International gym franchise Fitness First is reportedly planning to sell its Australian and Asian operations, but an industry player says the sale will have a minimal impact on smaller operators.
It was revealed in August that Fitness First, which has more than 90 clubs in Australia alone, is losing members at an unprecedented rate.
Fitness First is majority-owned by UK-based private equity firm BC Partners, which is believed to have paid $1.3 billion to take control of the chain in 2005.
According to reports, BC Partners was seeking to list the group on the Singapore Exchange in September but decided to postpone the move, most probably due to volatile market conditions.
According to The Australian Financial Review, the firm is now looking to the private equity market for interest in its Australian and Asian operations, putting out feelers to potential buyers.
The newspaper said operations could command a price tag of up to $1 million, and indicative bids for the business were due within 10 days.
David Ciantar, Australian general manager for Anytime Fitness, says while the sale indicates “the pie’s certainly growing” with regard to the gym industry, he doesn’t believe the sale of Fitness First will have a direct impact on smaller players.
Anytime Fitness is – as the name suggests – open at anytime, operating on a 24-hour basis. The gyms are also owned and operated by franchisees, unlike Fitness First.
“Fitness First sits in a difference space to where we do. Fitness First [gyms] take a lot larger premises and are also under the franchise network [as company-owned operations],” he says.
“Our priority is working with franchisees to expand the brand. There’s a really good connection with franchisees and their local communities.”
“The other thing is that our franchisees, a lot of the time, own more than one club so they have a lot more presence in terms of their local community.”
While Ciantar is confident Anytime Fitness faces no real threat from Fitness First, he says it’s a different story for independent operators, particularly with the uptake of 24-hour trading.
“In terms of a local club trying to do that, it’s a lot harder than it seems unless you’re a franchisee. We have systems in place to cater for 24-hour business,” he says.
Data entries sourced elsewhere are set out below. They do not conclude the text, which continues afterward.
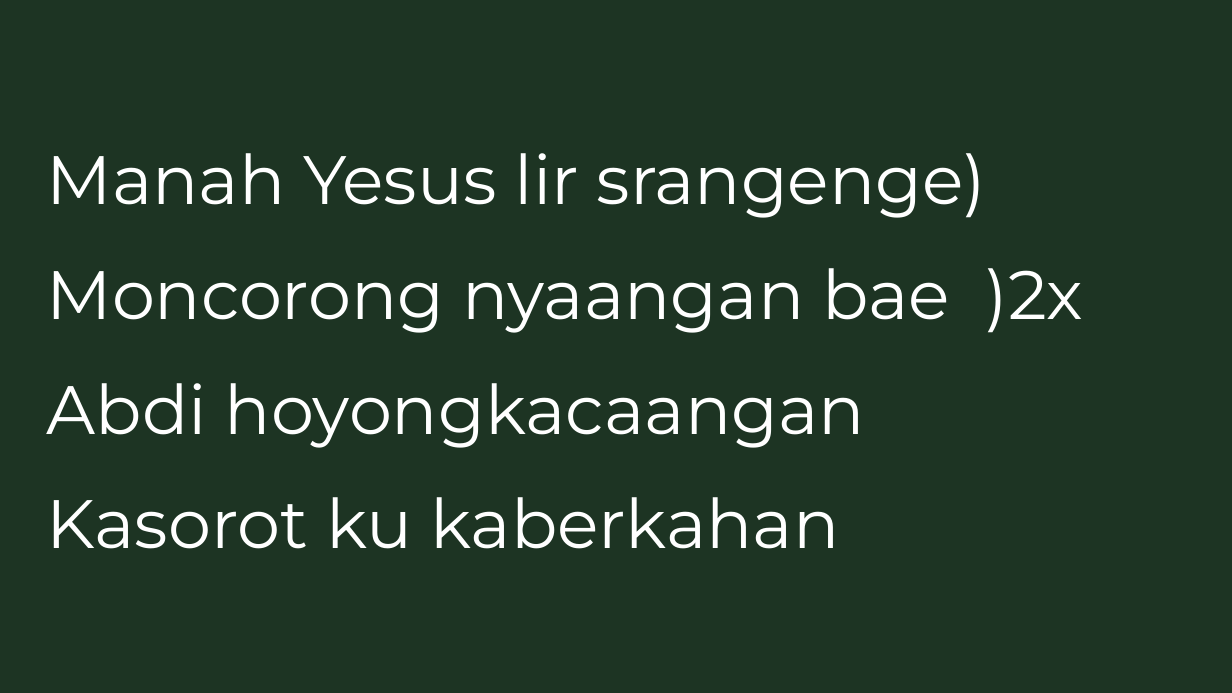
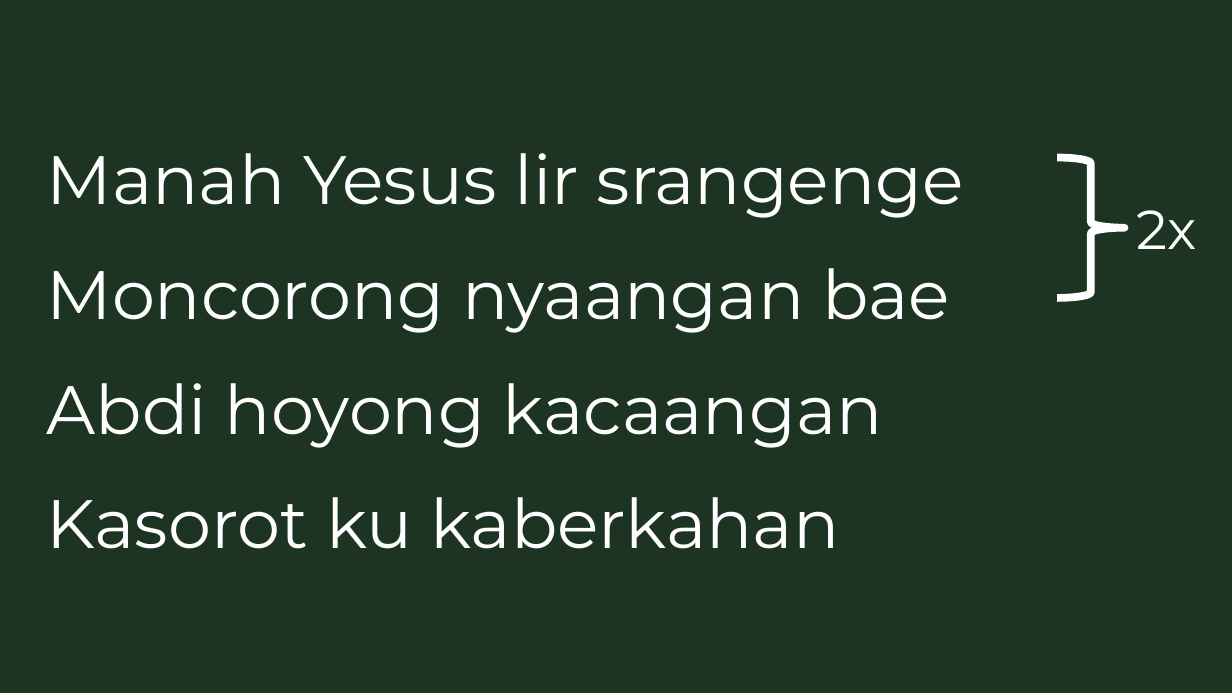
Before and after one commit to laurensius/Slide_Misa_KRC, a slide deck: slide 51 of 2021 01 tanggal 23 -24/Bahasa Sunda.pptx. Drawn at 1232x693 pixels with LibreOffice and Linux fonts; fonts in the diff are those of the drawing. Boxes give left, top, right and bottom in pixels: in the first picture for what was removed or moved away, otherwise in the second. Text is boxed around its words. In the diff, an @@ line names an element or a change of style, - is before the commit and + after.

```diff
--- a/2021 01 tanggal 23 -24/Bahasa Sunda.pptx
+++ b/2021 01 tanggal 23 -24/Bahasa Sunda.pptx
@@ text at (47, 153, 964, 448): text changed @@
-Manah Yesus lir srangenge)
-Moncorong nyaangan bae )2x
-Abdi hoyongkacaangan
+Manah Yesus lir srangenge
+Moncorong nyaangan bae
+Abdi hoyong kacaangan
@@ right brace added at (1057, 158, 1125, 298), outline #FFFFFF 4.5 pt @@
@@ text added at (1137, 210, 1197, 249), 32 pt, text #FFFFFF @@
+2x
```
Also in this commit, not shown: 16 other slides changed, 17 other files.
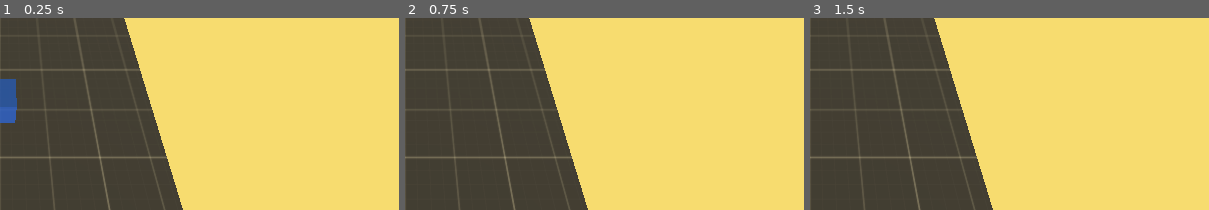
Above: before the commit, frames 1-3 (left to right).
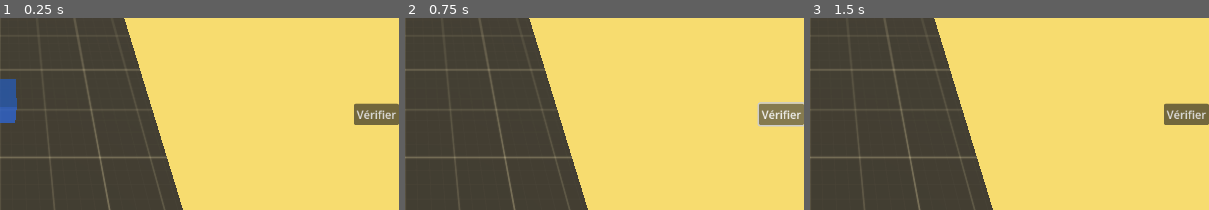
Above: after the commit, the same moments.

Repository: Bigaston/LDJam54
Game: Godot game, scene res://scenes/Main.tscn
The game is run twice, just before and just after one commit, with the same random seed, the same clock (stepped at 60 frames per second) and the same inputs.
Inputs (mouse positions are % of the whole screen's width and height, from its top left):
- Up to frame 1 (0.25 s): no input
- Up to frame 2 (0.75 s): click (97, 49) at 0.5 s, where only the run after the commit has a clickable "Vérifier"
- Up to frame 3 (1.5 s): click "Bed" at 1.25 s
The pictures show only the part of the screen within x 50-100%, y 24-74%; the shares and areas given below are measured in that part.

The runs differ from the first frame. In frame 1, 1.3% of the frame differs, in the area x 88-100%, y 44-56%; in frame 2, 1.5%, in the area x 88-100%, y 43-57%; in frame 3, 1.3%.

Commit message:
Check if a level is complete

Diff:
--- a/objects/UI.tscn
+++ b/objects/UI.tscn
@@ -20,3 +20,22 @@
 offset_right = 40.0
 offset_bottom = 20.0
 grow_vertical = 2
+
+[node name="VBoxContainer2" type="VBoxContainer" parent="."]
+layout_mode = 1
+anchors_preset = 6
+anchor_left = 1.0
+anchor_top = 0.5
+anchor_right = 1.0
+anchor_bottom = 0.5
+offset_left = -40.0
+offset_top = -20.0
+offset_bottom = 20.0
+grow_horizontal = 0
+grow_vertical = 2
+
+[node name="Button" type="Button" parent="VBoxContainer2"]
+layout_mode = 2
+text = "Vérifier"
+
+[connection signal="pressed" from="VBoxContainer2/Button" to="." method="_on_button_pressed"]
--- a/scenes/Main.tscn
+++ b/scenes/Main.tscn
@@ -29,4 +29,5 @@
 material_override = ExtResource("4_f4v77")
 mesh = SubResource("BoxMesh_foyal")
 
+[connection signal="check_level" from="UI" to="." method="_on_ui_check_level"]
 [connection signal="furniture_choosed" from="UI" to="." method="_on_ui_furniture_choosed"]
--- a/scenes/levels/Level1.tscn
+++ b/scenes/levels/Level1.tscn
@@ -20,6 +20,7 @@
 transform = Transform3D(1, 0, 0, 0, 1, 0, 0, 0, 1, 5, 0, 5)
 script = ExtResource("1_08cl3")
 available_furnitures = Array[PackedScene]([ExtResource("2_d6yob"), ExtResource("3_s5hdq")])
+needed_furnitures = Array[PackedScene]([ExtResource("2_d6yob"), ExtResource("3_s5hdq")])
 
 [node name="Ground" type="MeshInstance3D" parent="."]
 mesh = SubResource("BoxMesh_3i07s")
--- a/scripts/Level.gd
+++ b/scripts/Level.gd
@@ -2,6 +2,7 @@
 class_name Level
 
 @export var available_furnitures: Array[PackedScene]
+@export var needed_furnitures: Array[PackedScene]
 
 func get_camera_anchor():
 	return $CameraAnchor
--- a/scripts/UI.gd
+++ b/scripts/UI.gd
@@ -1,6 +1,7 @@
 extends Control
 
 signal furniture_choosed(furniture: Furniture)
+signal check_level()
 
 func add_available_furniture(furniture: Furniture):
 	var container = $VBoxContainer
@@ -20,3 +21,7 @@
 
 func _on_add_furniture_pressed(furniture: Furniture):
 	furniture_choosed.emit(furniture)
+
+
+func _on_button_pressed():
+	check_level.emit()
--- a/scripts/main_game.gd
+++ b/scripts/main_game.gd
@@ -1,6 +1,6 @@
 extends Node3D
 
-const RAY_LENGTH = 10
+const RAY_LENGTH = 100
 
 @onready var selector = $Selector
 
@@ -13,6 +13,8 @@
 var last_frame_correct_status = null
 var cam
 var level
+
+var placed_furniture: Array[Furniture] = []
 
 # Called when the node enters the scene tree for the first time.
 func _ready():
@@ -75,6 +77,8 @@
 
 			$UI.remove_available_furniture(furniture_to_place.name)
 
+			placed_furniture.append(furniture_to_place)
+
 			furniture_to_place = null
 			last_frame_correct_status = null
 
@@ -94,6 +98,10 @@
 			var furniture = collider.get_parent()
 
 			$UI.add_available_furniture(furniture.duplicate())
+
+			placed_furniture = placed_furniture.filter(func(fur): return fur != furniture)
+
+			print(placed_furniture)
 
 			furniture.queue_free()
 
@@ -159,3 +167,34 @@
 
 	for mat in range(0, nb_materials):
 		(mesh as MeshInstance3D).set_surface_override_material(mat, material)
+
+
+func _on_ui_check_level():
+	print(is_level_completed())
+
+func is_level_completed():
+	var need_string = []
+
+	for needed_furniture in level.needed_furnitures:
+		var state = needed_furniture.get_state() as SceneState
+
+		for i in range(0, state.get_node_property_count(0)):
+			if state.get_node_property_name(0, i) == "display_name":
+				need_string.append(state.get_node_property_value(0, i))
+
+	var placed_string = []
+
+	for placed in placed_furniture:
+		placed_string.append(placed.display_name)
+
+	need_string.sort()
+	placed_string.sort()
+
+	if need_string.size() != placed_string.size():
+		return false
+
+	for i in range(0, need_string.size()):
+		if need_string[i] != placed_string[i]:
+			return false
+
+	return true

Competition in the market does indeed appear to be heating up, with high-profile entrepreneur Richard Branson announcing the expansion of his Virgin Active chain in Australia.
Virgin Active has a presence in Britain, Italy, Spain, Portugal and South Africa – in addition to four clubs across Sydney and Melbourne – boasting more than 170 clubs in total and more than 900,000 members.
Branson has indicated that he wants to open up to 20 new clubs in Australia over the next four years, with as many as 30 sites believed to be under consideration across the country.